Meu negócio não é somar. É multiplicar, sozinho eu não dou conta. Eu ando em bando. Camuflado, descarado, fazendo festa. Sinto-me em casa, no meio da rua, na madrugada, na multidão.
Eu sou da tribo do abraço.” ― Cazuza

Nexo




Olhando daqui, percebo que pessoas e circunstâncias tiveram um propósito maior na minha vida do que muitas vezes, no momento de cada uma, eu soube, pude, aceitei, ler.

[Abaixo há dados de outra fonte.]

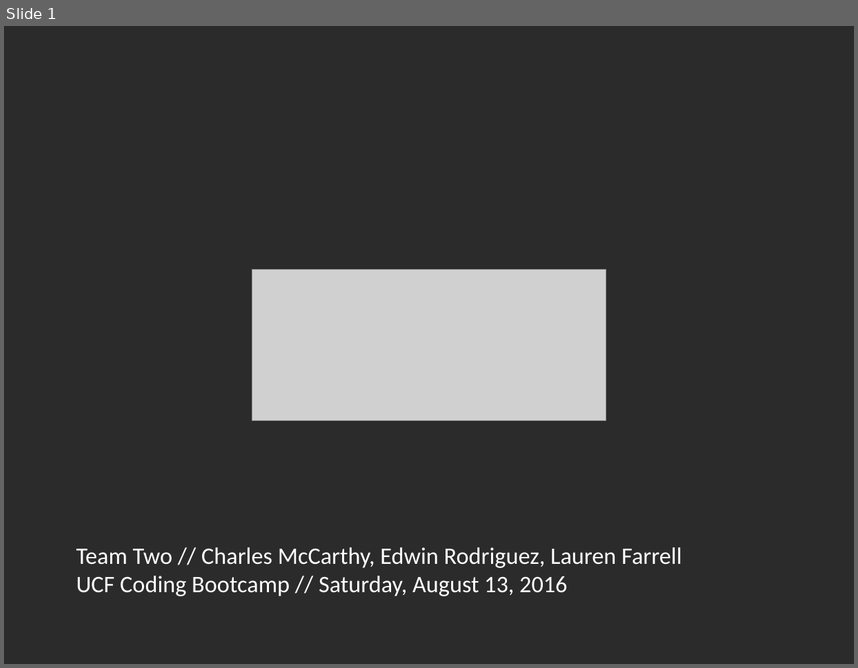
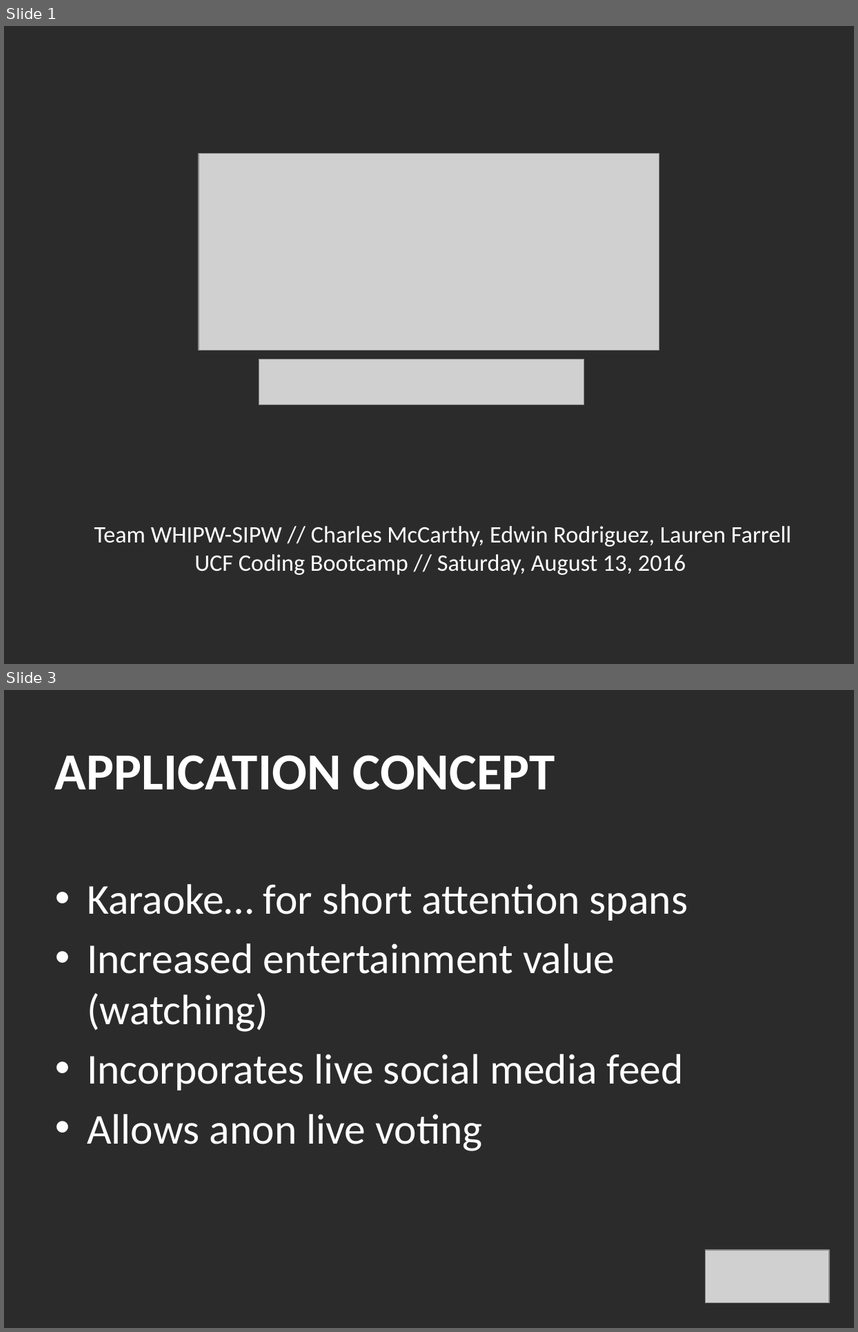
Before and after one commit to MrEdwinRodriguez/projectone, a slide deck: karaoke-roulette.pptx. Shown one above the other, each under a label of ours: slide 1 before the commit, slides 1 and 3 after it; the slides between them are not shown. The pictures are 858x668 and 858x1332 pixels, drawn with LibreOffice and Linux fonts; fonts in the diff are those of the drawing; grey boxes stand for pictures; background and template pictures are left out; a plain dark background stands for a picture behind light text. Boxes give left, top, right and bottom in pixels: in the first picture for what was removed or moved away, otherwise in the second. Text is boxed around its words. In the diff, an @@ line names an element or a change of style, - is before the commit and + after.

```diff
--- a/karaoke-roulette.pptx
+++ b/karaoke-roulette.pptx
@@ slide 3 added at (4,690,854,1328), background picture (left out) @@
@@ title added at (55,755,555,790), 44 pt, text #FFFFFF, bold @@
+APPLICATION CONCEPT
@@ text added at (87,884,688,1151), 36 pt, text #FFFFFF @@
+• Karaoke… for short attention spans
+• Increased entertainment value (watching)
+• Incorporates live social media feed
+• Allows anon live voting
@@ picture added at (705,1250,829,1302) @@
@@ slide 1 changed as well @@
@@ picture: place and size @@
-picture at (252,269,606,419)
+picture at (199,154,660,350)
@@ picture added at (259,359,584,404) @@
@@ text "Team WHIPW-SIPW // Charles McCarthy, ...": place and size @@
-text "Team WHIPW-SIPW // Charles McCarthy, ..." at (76,547,682,596)
+text "Team WHIPW-SIPW // Charles McCarthy, ..." at (94,526,791,575)
@@ text at (94,526,791,546): text changed @@
-Team Two // Charles McCarthy, Edwin Rodriguez, Lauren Farrell
+Team WHIPW-SIPW // Charles McCarthy, Edwin Rodriguez, Lauren Farrell
@@ text at (194,554,686,575): alignment left to centre @@
```
Also in this commit, not shown: 8 other slides added, 5 other files.
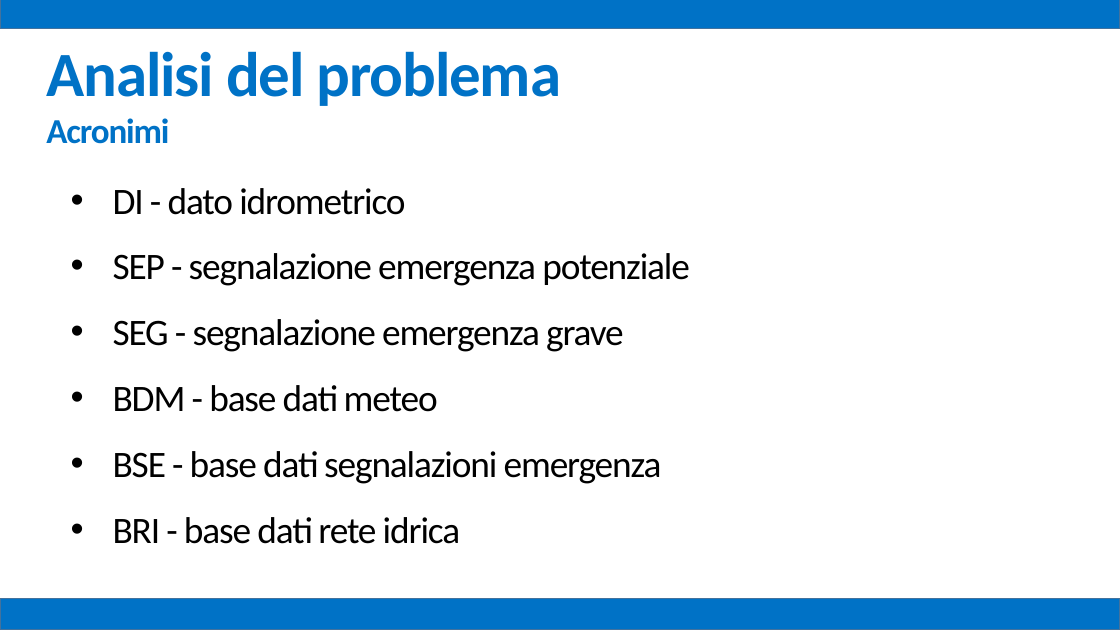
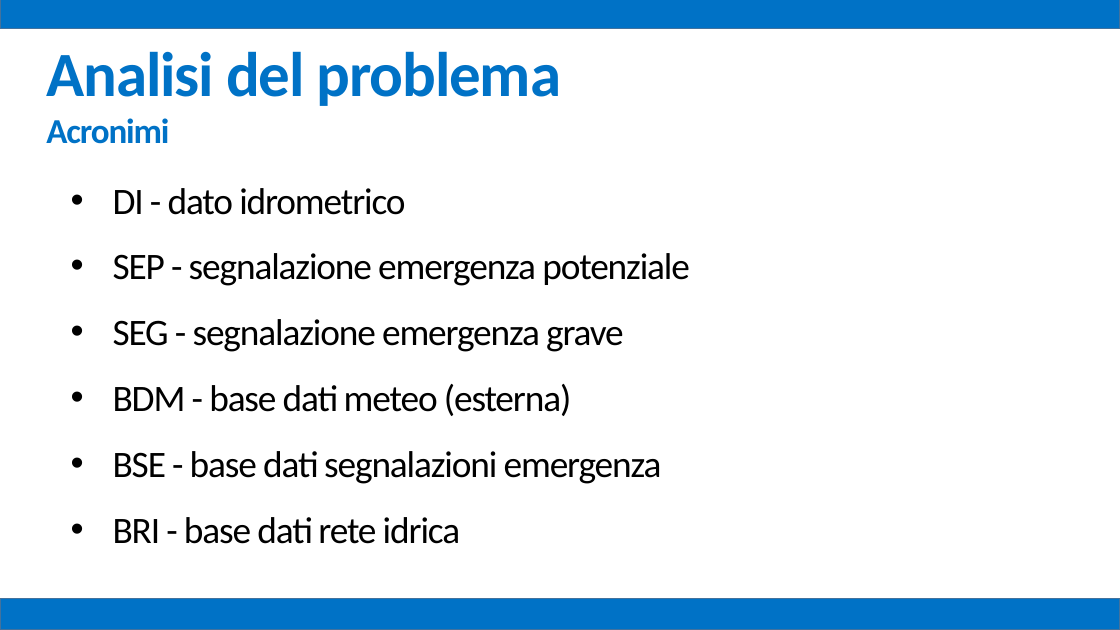
Before and after one commit to mz1991/ProgettoFebbraio2015, a slide deck: slide 5 of Febbraio 2015.pptx. Drawn at 1120x630 pixels with LibreOffice and Linux fonts; fonts in the diff are those of the drawing. Boxes give left, top, right and bottom in pixels: in the first picture for what was removed or moved away, otherwise in the second. Text is boxed around its words. In the diff, an @@ line names an element or a change of style, - is before the commit and + after.

```diff
--- a/Febbraio 2015.pptx
+++ b/Febbraio 2015.pptx
@@ text at [113,384,572,416]: text changed @@
-• BDM - base dati meteo
+• BDM - base dati meteo (esterna)
```
Also in this commit, not shown: 16 other slides changed, 1 slide added, 6 other files.
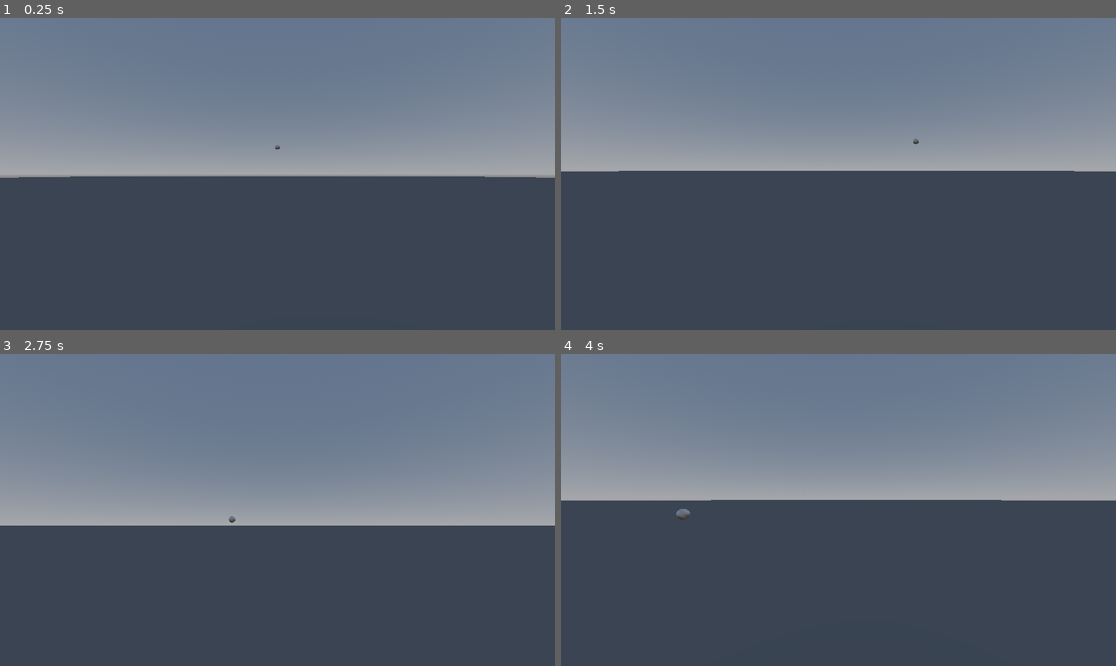
Above: before the commit, frames 1-4 (two rows, left to right).
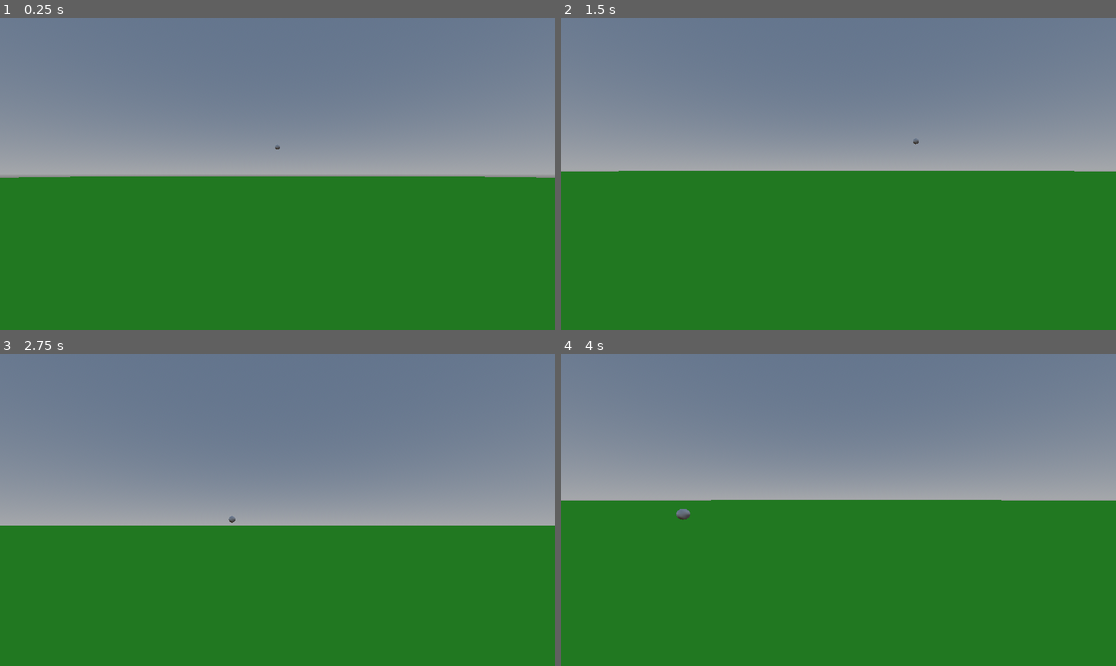
Above: after the commit, the same moments.

Repository: tajsDev/cleanser
Game: Godot game, scene res://Levels/level_one.tscn
The game is run twice, just before and just after one commit, with the same random seed, the same clock (stepped at 60 frames per second) and the same inputs.
Inputs (mouse positions are in pixels of both pictures, inside the frame that each line leads up to):
- Up to frame 1 (0.25 s): no input
- Up to frame 2 (1.5 s): tap Enter (ui_accept) at 0.5, 0.77, 1.25 s; move the mouse to (866, 174) at 0.52 s; hold Up (ui_up) from 0.53 s (still down); move the mouse to (810, 174) at 1.27 s
- Up to frame 3 (2.75 s): keep holding Up (ui_up); tap Enter (ui_accept) at 1.52, 2 s; move the mouse to (288, 503) at 2.02 s
- Up to frame 4 (4 s): keep holding Up (ui_up); tap Enter (ui_accept) at 2.75, 3.02, 3.77 s; move the mouse to (832, 516) at 2.77 s; move the mouse to (877, 513) at 3.52 s

The runs differ from the first frame. In frame 1, 49% of the frame differs, in the area x 0-100%, y 50-100%; in frame 2, 51%; in frame 3, 45%; in frame 4, 53%, in the area x 0-100%, y 46-100%.

Commit message:
added health system

Diff:
--- a/Enemies/villager.tscn
+++ b/Enemies/villager.tscn
@@ -24,6 +24,8 @@
 avoidance_enabled = true
 
 [node name="Area3D" type="Area3D" parent="."]
+collision_layer = 16
+collision_mask = 16
 
 [node name="CollisionShape3D" type="CollisionShape3D" parent="Area3D"]
 shape = SubResource("SphereShape3D_mjfsd")
--- a/Levels/level_one.tscn
+++ b/Levels/level_one.tscn
@@ -8,7 +8,11 @@
 vertices = PackedVector3Array(-49.5, -326.191, -49.5, -49.5, -326.191, 49.5, 49.5, -326.191, 49.5, 49.5, -326.191, -49.5)
 polygons = [PackedInt32Array(3, 2, 0), PackedInt32Array(0, 2, 1)]
 
+[sub_resource type="StandardMaterial3D" id="StandardMaterial3D_6e4mi"]
+albedo_color = Color(0.34902, 1, 0.227451, 1)
+
 [sub_resource type="BoxMesh" id="BoxMesh_h4xos"]
+material = SubResource("StandardMaterial3D_6e4mi")
 
 [sub_resource type="BoxShape3D" id="BoxShape3D_t0lig"]
 
--- /dev/null
+++ b/Scripts/health_manager.gd
@@ -0,0 +1,36 @@
+extends Node3D
+
+signal dead
+signal hurts
+signal healed
+signal health_changed
+signal gibbed
+
+@export var max_health = 100
+var cur_health = 1
+
+func _ready():
+	init()
+
+func init():
+	cur_health = max_health
+	emit_signal("health_changed", cur_health)
+
+func hurt(damage: int, dir: Vector3):
+	if cur_health <= 0:
+		return
+	cur_health -= damage
+	if cur_health <= 0:
+		emit_signal("dead")
+	else:
+		emit_signal("hurt")
+	emit_signal("health_changed")
+
+func heal(amount: int):
+	if cur_health <= 0:
+		return
+	cur_health += amount
+	if cur_health > max_health:
+		cur_health = max_health
+	emit_signal("healed")
+	emit_signal("health_changed")
Not shown: 1 places in Levels/level_one.tscn that only renumber resources
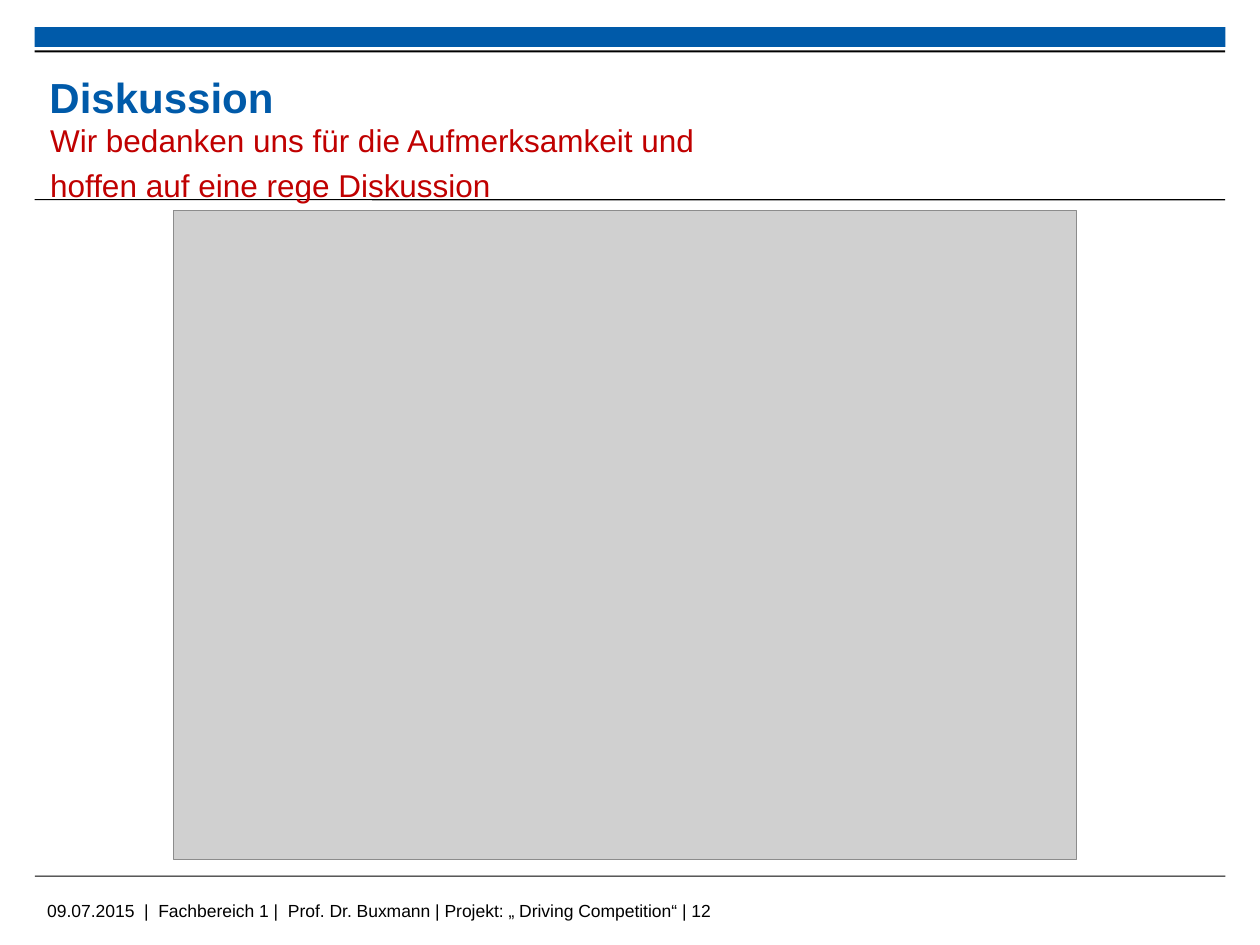
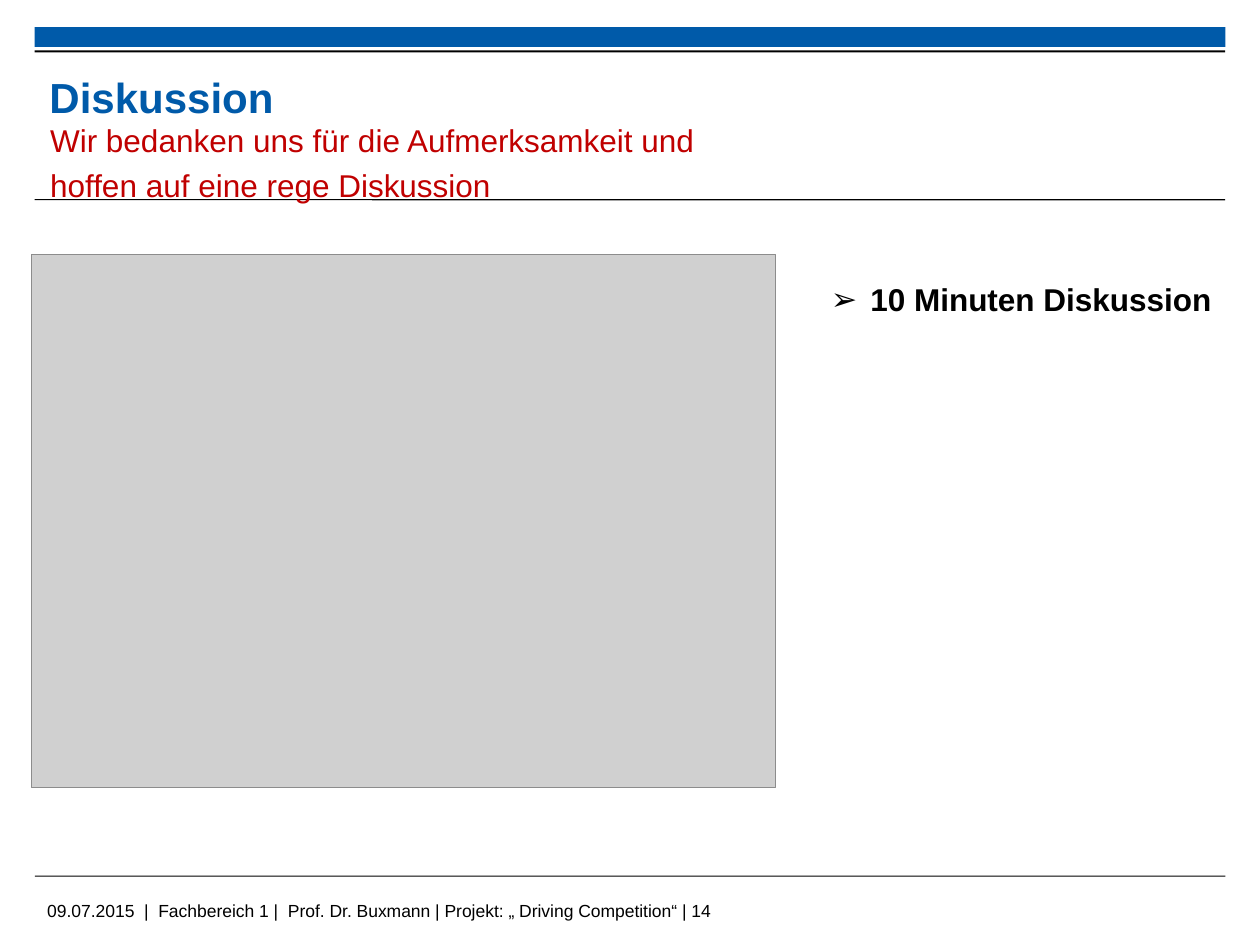
Before and after one commit to kolhagen/drivingcompetition, a slide deck: slide 14 of Big Data - Driving Compitiion.pptx (slide 12 before the commit). Drawn at 1260x945 pixels with LibreOffice and Linux fonts; fonts in the diff are those of the drawing; grey boxes stand for pictures; background and template pictures are left out. Boxes give left, top, right and bottom in pixels: in the first picture for what was removed or moved away, otherwise in the second. Text is boxed around its words. In the diff, an @@ line names an element or a change of style, - is before the commit and + after.

```diff
--- a/Big Data - Driving Compitiion.pptx
+++ b/Big Data - Driving Compitiion.pptx
@@ picture: place and size @@
-picture at bbox=[174, 210, 1077, 859]
+picture at bbox=[32, 255, 776, 788]
@@ text added at bbox=[870, 288, 1211, 312], 18 pt, text #000000, bold @@
+➢ 10 Minuten Diskussion
@@ text at bbox=[47, 904, 710, 921]: text changed @@
-09.07.2015 | Fachbereich 1 | Prof. Dr. Buxmann | Projekt: „ Driving Competition“ | 12
+09.07.2015 | Fachbereich 1 | Prof. Dr. Buxmann | Projekt: „ Driving Competition“ | 14
```
Also in this commit, not shown: 9 other slides changed, 3 slides added.

Parece-me, agora, que cada uma, no seu próprio tempo, do seu próprio modo, veio somar para que eu chegasse até aqui, embora algumas vezes, no calor da emoção da vez, eu tenha me rendido à enganosa impressão de que veio subtrair. A vida tem uma sabedoria que nem sempre alcanço, mas que eu tenho aprendido a respeitar, cada vez com mais fé e liberdade.

O tempo, de vento em vento, desmanchou o penteado arrumadinho de várias certezas que eu tinha, e algumas vezes descabelou completamente a minha alma. Mesmo que isso tenha me assustado muito aqui e ali, no somatório de tudo, foi graça, alívio e abertura. A gente não precisa de certezas estáticas. A gente precisa é aprender a manha de saber se reinventar. De se tornar manhã novíssima depois de cada longa noite escura. De duvidar até acreditar com o coração isento das crenças alheias. A gente precisa é saber criar espaço, não importa o tamanho dos apertos. A gente precisa é de um olhar fresco, que não envelhece, apesar de tudo o que já viu. É de um amor que não enruga, apesar das memórias todas na pele da alma. A gente precisa é deixar de ser sobrevivente para, finalmente, viver. A gente precisa mesmo é aprender a ser feliz a partir do único lugar onde a felicidade pode começar, florir, esparramar seus ramos, compartilhar seus frutos.


Tudo o que eu vivi me trouxe até aqui e sou grata a tudo, invariavelmente. Curvo meu coração em reverência a todos os mestres, espalhados pelos meus caminhos todos, vestidos de tantos jeitos, algumas vezes disfarçados de dor.


Eu mudei muito nos últimos anos, mais até do que já consigo notar, mas ainda não passei a acreditar em acaso.